Bioengineering Students Develop Better Cystic Fibrosis Treatment for Patients On-the-Go
Can five undergraduate bioengineers develop a solution to address one of the most challenging problems in the treatment of cystic fibrosis? That’s what one group of students in the Biodesign Capstone course committed themselves to finding out. In this two-quarter course, senior bioengineering students are challenged to identify and comprehensively understand an unmet healthcare need and apply their engineering skills and expertise to develop a viable solution to address it. In this case, Kevin Bui, Justo Caballero, Elvis Ikwa, Allison Mateo, and Shivani Torres became intrigued with the treatment of cystic fibrosis (CF) and decided to further investigate healthcare challenges in this space.
CF is a chronic disease marked by excessive secretion of thick mucus in the airways. Its treatment requires patients to clear the airways several times each day, most often through manual chest percussion therapy. Because this regimen is time-intensive, uncomfortable, costly, and often requires going to a care center, one of the biggest problems in CF treatment is compliance. “Patients with low treatment compliance attribute it to the large amount of time and effort it takes every day,” said Mateo. “But lack of compliance exacerbates the accumulation of mucus, making the lungs more susceptible to infection, which increases hospitalizations and lowers life expectancy.”
Interested in the issue of poor patient compliance, the team focused on better understanding the patient experience. They researched CF, read patient blogs, and reviewed journal articles. They also spent as much time as possible talking to patients, doctors, and nurses at the Stanford Cystic Fibrosis Center. “The Biodesign program teaches students to gain insights and build empathy by talking directly to the people who are involved,” noted Torres. “The best way to gain insights for any problem/need is to go straight to the source, hear about an individual’s life, comprehend their day-to-day challenges, be observant, curious, and ask why -- shamelessly.”
Based on the insights they gathered, the team envisioned making CF treatment less time-intensive and more user-friendly (and potentially less painful), especially for those who are active and on-the-go. They wanted to develop a device that was portable, passive, and discreet in order to address the most common concerns affecting patient compliance. “We came up with the idea of using small motors placed against the patient’s back that would create a vibrational force that resonates at the frequency of the lung, and would have the same effect as percussive treatment,” Torres said. Inspired by this concept, the students adopted the team name “Resonair.”
To prove that a portable solution was viable, the students conducted bench top experiments with mucin proteins to recreate the mucus characteristics of CF and measure its response to vibrations. “Another challenge was figuring how much force/frequency would propagate to the lungs from vibrations administered on the surface of the back of the patient,” recalled Torres. They addressed this through an ex vivo experiment for which they developed a custom measurement system and protocol.
The next step was developing the form factor of the solution. “In the beginning, it was difficult to pinpoint the exact route we wanted to take,” said Caballero. “There were lots of ideas that were feasible, but what helped us move forward was getting away from hypothetical thinking and actually starting to sketch and construct early prototypes.” Added Bui, “A lot of times, people can get lost in trying to plan out the perfect project at the beginning and lose valuable time trying to overthink things when the best way to proceed is to just build it and see what happens.
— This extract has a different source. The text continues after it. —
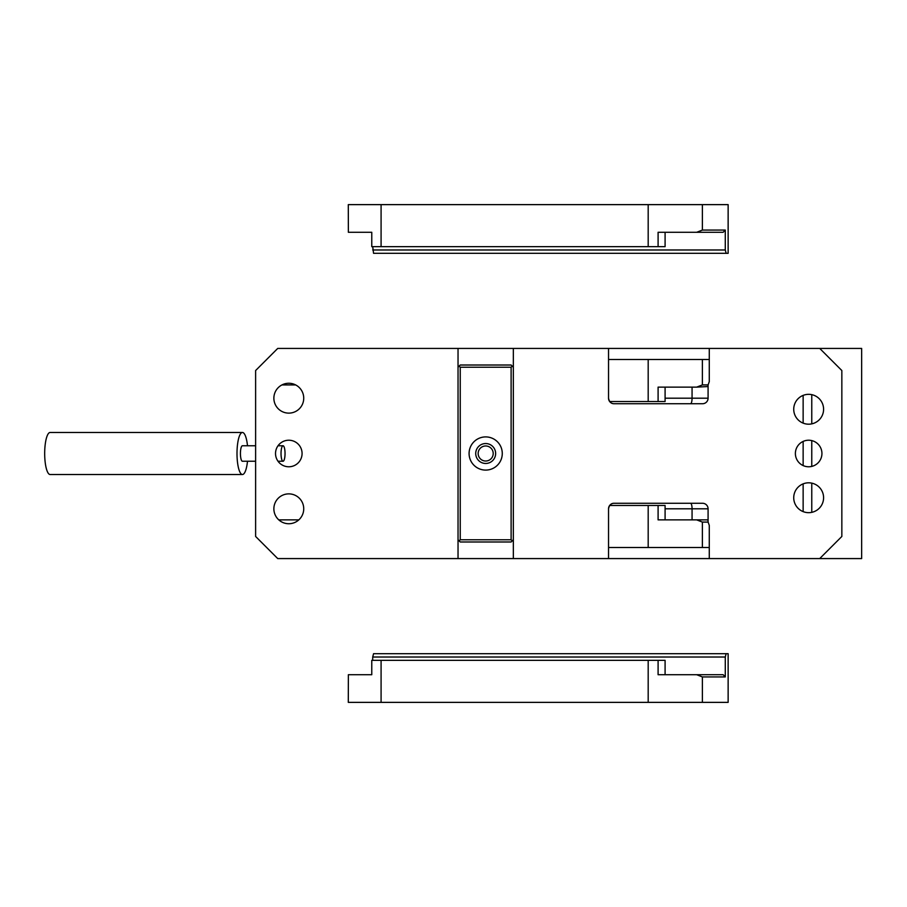 <?xml version="1.0" encoding="UTF-8"?>
<svg xmlns="http://www.w3.org/2000/svg" width="907" height="907" viewBox="0 0 907 907"><rect width="100%" height="100%" fill="white"/><g stroke="black" fill="none" stroke-linecap="round" stroke-linejoin="round"><path stroke-width="1.36" d="M614.073 403.728C611.091 403.74 609.243 401.892 608.54 398.196A5.533 5.533 0 0 0 614.073 403.728L702.562 403.728A5.533 5.533 0 0 0 708.084 398.196L708.084 384.976L709.274 381.609L709.274 348.424L513.339 348.424L513.339 558.576L608.54 558.576L608.54 508.804A5.533 5.533 0 0 1 614.073 503.272C611.091 503.26 609.243 505.108 608.54 508.804M709.274 348.424L861.65 348.424L861.65 558.576L608.54 558.576M803.137 395.384L803.137 423.127M803.137 441.437L803.137 465.563M803.137 483.873L803.137 511.616M811.765 512.353L811.765 483.136M811.765 466.402L811.765 440.598M811.765 423.864L811.765 394.647M708.084 520.448L707.199 519.87L658.097 519.87L658.097 505.482L648.188 505.482L648.188 547.522L608.54 547.522M709.274 558.576L709.274 525.391L708.084 522.024L708.084 508.804L692.064 508.804A5.533 1.519 90 0 0 690.544 503.272M819.724 348.424L841.843 370.544L841.843 536.456L819.724 558.576M614.073 503.272L702.562 503.272A5.533 5.533 0 0 1 708.084 508.804M608.54 398.196L608.54 348.424M808.659 482.807A14.931 14.931 0 0 1 823.59 497.739A14.931 14.931 0 0 1 808.659 512.67A14.931 14.931 0 0 1 793.727 497.739A14.931 14.931 0 0 1 808.659 482.807M808.659 394.33A14.931 14.931 0 0 1 823.59 409.261A14.931 14.931 0 0 1 808.659 424.193A14.931 14.931 0 0 1 793.727 409.261A14.931 14.931 0 0 1 808.659 394.33M808.659 440.224A13.276 13.276 0 0 1 821.935 453.5A13.276 13.276 0 0 1 808.659 466.776A13.276 13.276 0 0 1 795.382 453.5A13.276 13.276 0 0 1 808.659 440.224M708.129 384.919L702.381 384.919L696.667 387.13L708.084 386.552M513.339 558.576L277.735 558.576L255.615 536.456L255.615 370.544L277.735 348.424L458.035 348.424L458.035 558.576M513.339 348.424L458.035 348.424M288.8 493.873A14.931 14.931 0 0 1 303.732 508.804A14.931 14.931 0 0 1 288.8 523.736A14.931 14.931 0 0 1 273.869 508.804A14.931 14.931 0 0 1 288.8 493.873M288.8 383.264A14.931 14.931 0 0 1 303.732 398.196A14.931 14.931 0 0 1 288.8 413.127A14.931 14.931 0 0 1 273.869 398.196A14.931 14.931 0 0 1 288.8 383.264M288.8 440.224A13.276 13.276 0 0 1 302.076 453.5A13.276 13.276 0 0 1 288.8 466.776A13.276 13.276 0 0 1 275.524 453.5A13.276 13.276 0 0 1 288.8 440.224M492.286 449.895A7.517 7.517 0 0 0 482.07 446.902A7.517 7.517 0 0 0 479.077 457.105A7.517 7.517 0 0 0 489.292 460.098A7.517 7.517 0 0 0 492.286 449.895M709.274 359.478L608.54 359.478M696.667 387.13L658.097 387.13L658.097 401.518L609.64 401.518M665.092 387.13L665.092 401.518L658.097 401.518M709.274 547.522L648.188 547.522M708.129 522.081L702.381 522.081L696.667 519.87M609.64 505.482L648.188 505.482M665.092 519.87L665.092 505.482L658.097 505.482M476.946 458.273A9.954 9.954 0 0 0 490.46 462.241A9.954 9.954 0 0 0 494.417 448.727A9.954 9.954 0 0 0 480.914 444.759A9.954 9.954 0 0 0 476.946 458.273M500.245 445.541A16.587 16.587 0 0 0 477.728 438.943A16.587 16.587 0 0 0 471.118 461.459A16.587 16.587 0 0 0 493.635 468.057A16.587 16.587 0 0 0 500.245 445.541M513.339 367.222L512.228 366.122L511.117 367.222L511.117 539.778L460.246 539.778L459.135 540.878L460.246 541.989L511.117 541.989L513.339 539.778M512.228 540.878L511.117 539.778M512.228 366.122L511.117 365.011L460.246 365.011L459.135 366.122L460.246 367.222L511.117 367.222M460.246 539.778L460.246 367.222M459.135 540.878L458.035 539.778M459.135 366.122L458.035 367.222M278.766 519.87L298.834 519.87M281.952 384.919L295.637 384.919M696.667 232.283L723.14 232.283L725.283 230.072L702.381 230.072L696.667 232.283L658.097 232.283L658.097 246.659L371.768 246.659L371.768 232.283L348.367 232.283L348.299 204.631L381.087 204.631L381.087 246.659M372.709 246.659L373.559 253.302L728.14 253.302L728.14 204.631L381.087 204.631M665.092 232.283L665.092 246.659L658.097 246.659M725.283 230.072L725.283 249.981L372.709 249.981M726.133 253.302L725.283 249.981M696.667 674.717L723.14 674.717L725.283 676.928L702.381 676.928L696.667 674.717L658.097 674.717L658.097 660.341L648.188 660.341L648.188 702.369L348.299 702.369L348.367 674.717L371.768 674.717L371.768 660.341L648.188 660.341M725.283 676.928L725.283 657.019L726.133 653.698L728.14 653.698L728.14 702.369L648.188 702.369M665.092 674.717L665.092 660.341L658.097 660.341M725.283 657.019L372.709 657.019L372.709 660.341M726.133 653.698L373.559 653.698L372.709 657.019M247.498 445.756A21.02 5.442 90 0 0 247.214 443.421A21.02 5.442 90 0 0 242.441 432.48A21.02 5.442 90 0 0 237.668 463.579A21.02 5.442 90 0 0 242.441 474.52A21.02 5.442 90 0 0 247.498 461.244M242.441 432.48L50.123 432.48A21.02 5.442 90 0 0 45.35 463.579A21.02 5.442 90 0 0 50.123 474.52L242.441 474.52M281.272 457.207A7.744 2.007 90 0 0 283.041 461.244A7.744 2.007 90 0 0 284.798 449.793A7.744 2.007 90 0 0 283.041 445.756A7.744 2.007 90 0 0 281.272 457.207M255.615 445.756L242.441 445.756A7.744 2.007 90 0 0 240.672 457.207A7.744 2.007 90 0 0 242.441 461.244L255.615 461.244M692.064 519.87L692.064 508.804L665.092 508.804M708.084 398.196L692.064 398.196L692.064 387.13M665.092 398.196L692.064 398.196A5.533 1.519 -90 0 1 690.544 403.728M702.381 359.478L702.381 384.919M648.188 359.478L648.188 401.518M702.381 547.522L702.381 522.081M702.381 204.631L702.381 230.072M648.188 204.631L648.188 246.659M702.381 676.928L702.381 702.369M381.087 702.369L381.087 660.341M278.018 461.244L283.041 461.244M278.018 445.756L283.041 445.756"/></g></svg>

The most useful feedback we got was from designing experiments, building prototypes, testing the product against our design specifications, and learning from our observations.”
Through this approach, the team came up with its final design, an ordinary-looking backpack fitted with four small, individually adjustable motors, permitting relative comfort as well as portability and discretion. This creative solution to a challenging problem was recognized with a $10,000 third place award at the National Institute of Biomedical Imaging and Bioengineering DEBUT (Design by Biomedical Undergraduate Teams) competition. Buoyed by this support, the students performed some preliminary efficacy and outcomes testing on the device, but ultimately put the project on hold to pursue other professional endeavors, including medical school, graduate school, and positions with Bay Area health technology companies.
While the Resonair device is not yet helping patients, each member of the team realized great benefits from this open-ended, real-world design challenge. “I would equate the experience to working as an entry-level engineering or research assistantship at a biomedical engineering company,” said Torres. “It was eye-opening to learn about project management, self-directed R&D, and communicating research findings to a board of advisors.” Added Ikwa, who subsequently joined an early-stage biotech start-up, “The course prepared me to contribute across the organization because I have experience understanding a challenge from multiple perspectives and driving it all the way to a tested prototype.”
Another key learning was the importance of seeking direct input from end users. As Torres explained, “The key to the success of your device, technological feasibility aside, is to make sure it addresses the real needs of the people you want to help. Instead of speculating how a technology may be used, you'd be surprised at how candidly people will give you their opinions. As a medical device designer, there’s nothing more powerful than giving someone a set of really early-stage prototypes, and then having them give you their unprompted and honest thoughts and reactions.”